A group of students, rugged up in beanies and puffer jackets and carrying clipboards, scurries into the Engineering Building at the Australian National University (ANU), in Canberra. Deep in the bowels of the drab building is a mechanical workshop, its walls plastered with mission statements, mathematical equations and shelves of tools. Taking centre stage on the floor is what appears to be the fibreglass shell of a spaceship. Or is it a catamaran?
Turns out, it’s neither. It’s the chassis of Solar Spirit, a solar-powered car being constructed by the ANU Solar Racing team. It’s a frigid June evening in the nation’s capital, and this workshop seems an unlikely place to find a group of 40 students attempting to build a state-of-the-art vehicle that runs purely on energy from the sun. They’re not just driven to design and create a working car, but also to be competitive in the Bridgestone World Solar Challenge (BWSC), an event that attracts entrants from all over the world. It sees teams drive custom-made solar-powered vehicles on a gruelling 3021km journey from Darwin, in the Northern Territory, to Adelaide, in South Australia. Internationally renowned, the event has been running since 1987 and is a genuine challenge for seasoned professionals, let alone a motley mob of undergraduates assembled from each of the university’s academic colleges, not just the engineering faculty.

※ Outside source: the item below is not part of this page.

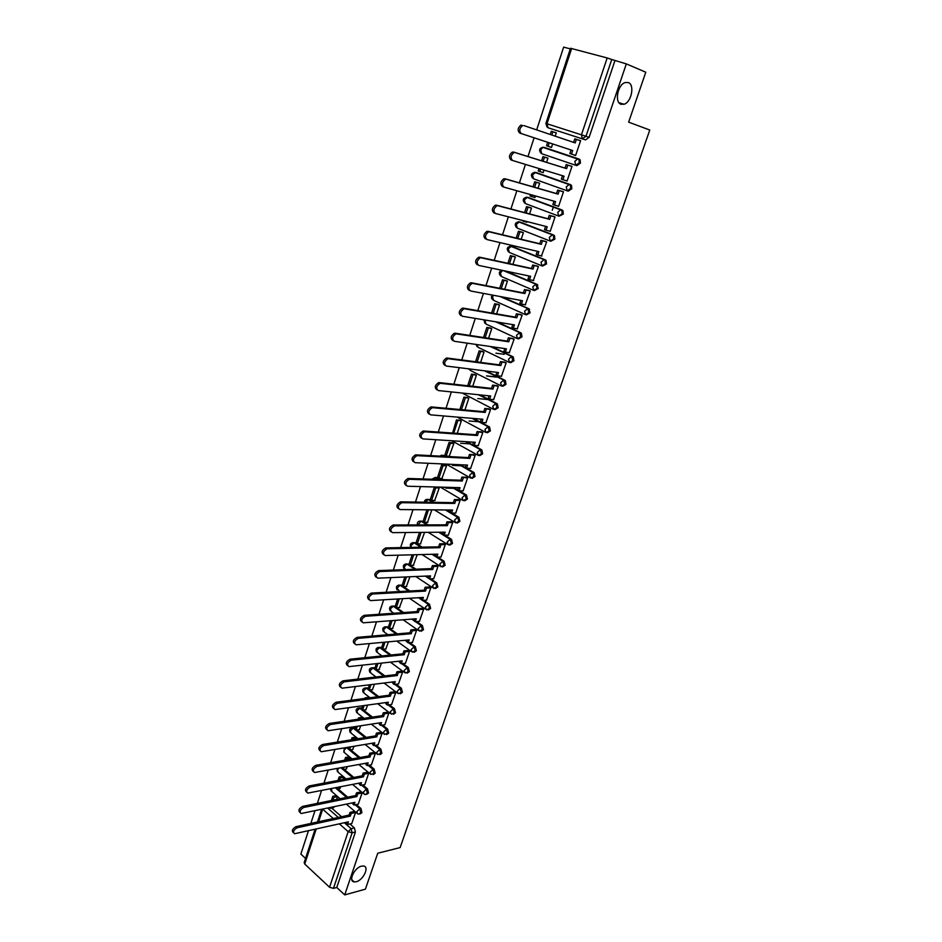 <?xml version="1.0" encoding="UTF-8"?>
<svg xmlns="http://www.w3.org/2000/svg" width="942" height="942" viewBox="0 0 942 942"><rect width="100%" height="100%" fill="white"/><g stroke="black" fill="none" stroke-linecap="round" stroke-linejoin="round"><path stroke-width="1.41" d="M620.966 104.268C614.361 102.36 617.669 84.721 625.088 82.578L628.349 82.566C634.932 84.709 631.434 102.231 624.087 104.244L620.966 104.268M356.241 881.736L354.227 881.9C347.975 881.465 354.392 867.617 361.54 866.157L363.447 865.992C369.723 866.416 363.412 880.169 356.241 881.736M579.071 159.057L543.852 147.27L577.964 158.703L574.82 161.341L575.75 165.286L576.857 165.639L580.425 163.19L580.131 159.881L579.071 159.057L577.964 158.703L579.024 159.528L579.318 162.825L575.75 165.286L541.732 153.734L540.743 149.849L542.945 147.27C539.448 148.106 538.718 150.013 540.767 152.993M567.402 190.885L568.297 191.144L571.829 188.753L571.5 185.409L570.487 184.632L569.368 184.291L570.381 185.079L570.711 188.424L567.178 190.814L566.236 186.952L569.368 184.291L535.609 172.374L532.513 174.965L533.513 178.78L567.037 190.767M559.065 216.189L563.316 214.07L562.939 210.678L561.985 209.936L560.867 209.63L561.821 210.372L562.197 213.763L558.7 216.083L557.735 212.303L560.867 209.63L527.449 197.243L524.353 199.845L525.377 203.578L558.465 216.001M550.811 241.234L554.885 239.127L554.473 235.688L553.566 234.994L552.448 234.711L553.354 235.406L553.755 238.844L550.305 241.105L549.327 237.408L552.448 234.711L519.372 221.853L516.287 224.479L517.311 228.129L549.975 240.975M542.639 266.021L546.537 263.937L546.089 260.451L545.23 259.804L544.111 259.545L544.971 260.192L545.406 263.678L541.991 265.88L541.002 262.253L544.111 259.545L511.376 246.227L508.291 248.865L509.339 252.444L541.568 265.703M534.538 290.56L538.271 288.499L536.987 284.366L535.857 284.131L537.14 288.264L533.761 290.395L532.748 286.851L535.857 284.131L504.523 270.825M526.531 314.84L530.087 312.815L528.815 308.682L527.685 308.481L528.957 312.614L525.601 314.675L524.588 311.213L527.685 308.481L501.097 296.706M518.595 338.885L521.986 336.895L521.421 333.268L519.595 332.585L520.855 336.718L517.535 338.72L516.499 335.328L519.595 332.585L496.434 321.917M510.705 362.694L513.967 360.739L513.355 357.065L511.588 356.453L512.837 360.586L509.54 362.529L508.503 359.208L511.588 356.453L491.006 346.597M502.851 386.279L506.019 384.348L505.359 380.639L503.652 380.085L504.888 384.218L501.627 386.102L500.567 382.852L503.652 380.085L485.095 370.865M495.068 409.629L498.153 407.733L497.447 403.965L495.798 403.494L497.023 407.627L493.796 409.452L492.725 406.273L495.798 403.494L478.866 394.78M487.367 432.755L490.37 430.894L489.605 427.079L488.015 426.667L489.228 430.8L486.037 432.578L484.942 429.47L488.015 426.667L472.425 418.366M479.725 455.657L482.645 453.82L481.833 449.97L480.314 449.628L481.503 453.761L478.348 455.481L477.241 452.443L480.314 449.628L465.843 441.668M472.166 478.348L475.003 476.546L474.144 472.637L472.672 472.366L473.861 476.499L470.729 478.159L469.622 475.192L472.672 472.366L459.166 464.689M464.677 500.814L467.432 499.048L466.525 495.103L465.113 494.891L466.29 499.024L463.193 500.638L462.063 497.729L465.113 494.891L452.431 487.45M457.247 523.069L459.932 521.326L458.778 517.205L457.624 517.205L458.789 521.326L455.716 522.892L454.586 520.043L457.624 517.205L445.66 509.963L437.924 509.928M449.899 545.112L452.513 543.404L451.501 539.377L450.205 539.307L451.359 543.428L448.321 544.935L447.179 542.156L450.205 539.307L438.866 532.242M442.61 566.954L445.154 565.282L444.082 561.208L442.858 561.197L444 565.318L440.986 566.778L439.832 564.058L442.858 561.197L432.084 554.285M435.392 588.597L437.865 586.948L436.747 582.827L435.581 582.886L436.711 587.007L433.732 588.42L432.555 585.759L435.581 582.886L425.301 576.115L435.581 582.886L436.747 582.827L430.635 578.812M428.233 610.027L430.635 608.414L429.517 604.293L428.375 604.375L429.493 608.497L426.479 609.851L425.348 607.249L428.375 604.375L422.463 600.372M421.133 631.27L423.488 629.68L422.381 625.559L421.227 625.653L422.334 629.774L419.296 631.093L418.213 628.549L421.227 625.653L415.504 621.685M414.103 652.311L416.399 650.757L415.304 646.636L414.15 646.754L415.245 650.875L412.184 652.135L411.136 649.65L414.15 646.754L408.581 642.785M407.144 673.165L409.37 671.634L408.286 667.525L407.132 667.654L408.216 671.764L405.142 672.988L404.13 670.563L407.132 667.654L401.716 663.698M400.232 693.818L402.411 692.323L401.339 688.213L400.185 688.355L401.257 692.476L398.16 693.653L397.183 691.275L400.185 688.355L394.898 684.41M393.391 714.295L395.51 712.823L394.451 708.714L393.297 708.879L394.357 712.988L391.236 714.13L390.306 711.811L393.297 708.879L388.139 704.934M386.609 734.583L388.681 733.135L387.621 729.037L386.467 729.214L387.515 733.323L384.383 734.419L383.488 732.146L386.467 729.214L381.439 725.269M379.885 754.683L381.899 753.27L380.862 749.173L379.697 749.373L380.745 753.482L377.589 754.53L376.729 752.305L379.697 749.373L374.786 745.428M373.22 774.607L375.187 773.229L374.151 769.119L372.997 769.343L374.033 773.441L370.854 774.465L370.029 772.287L372.997 769.343L368.192 765.399M366.615 794.365L368.534 792.999L367.51 788.901L366.356 789.137L367.38 793.235L365.249 794.542L364.189 794.212L363.388 792.092L366.356 789.137L361.646 785.181M360.056 813.935L361.94 812.605L360.927 808.507L359.773 808.754L360.786 812.852L358.737 814.135L357.571 813.794L356.818 811.721L359.773 808.754L355.158 804.798M570.299 48.89L563.634 47.1L536.669 129.902M534.102 137.803L527.991 156.549M525.436 164.414L519.407 182.901M516.852 190.743L510.917 208.983M508.374 216.801L502.51 234.793M499.978 242.6L494.197 260.333M491.665 268.129L485.966 285.614M483.434 293.386L477.818 310.648M475.286 318.396L469.752 335.423M467.232 343.159L461.757 359.938M459.249 367.663L453.856 384.218M451.348 391.919L446.025 408.263M443.529 415.94L438.277 432.06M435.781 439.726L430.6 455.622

Many of the European teams that compete in the challenge enjoy multimillion-dollar budgets and are backed by internationally renowned sponsors. The event is still months away, but the German team, Team Sonnenwagen Aachen, is already testing the aerodynamics of its ultra-sleek monohulled Covestro Adelie in the Mercedes-Benz wind tunnel in Stuttgart. Rumour has it the entire car exhibits the wind resistance of a standard car’s single side mirror. Talk about stiff competition.
But what these fresh-faced students lack in financial backing and cutting-edge know-how they more than make up for in enthusiasm and dedication. While many of their peers are bingeing on Netflix, these wannabe tech heads are devoting up to 40 hours per week on top of their studies to prepare for the challenge.
“This is a once-in-a-lifetime opportunity,” says Isaac Martin, a strapping lad who’d look more at home on the basketball court than lying on his back twiddling wires under the chassis. A fourth-year engineering student specialising in renewable energy, he is the leader of the ANU Solar Racing team. It’s his job to ensure the fibreglass, tyres and wiring strewn across the workshop floor somehow make it to the start line in four months as a functioning car.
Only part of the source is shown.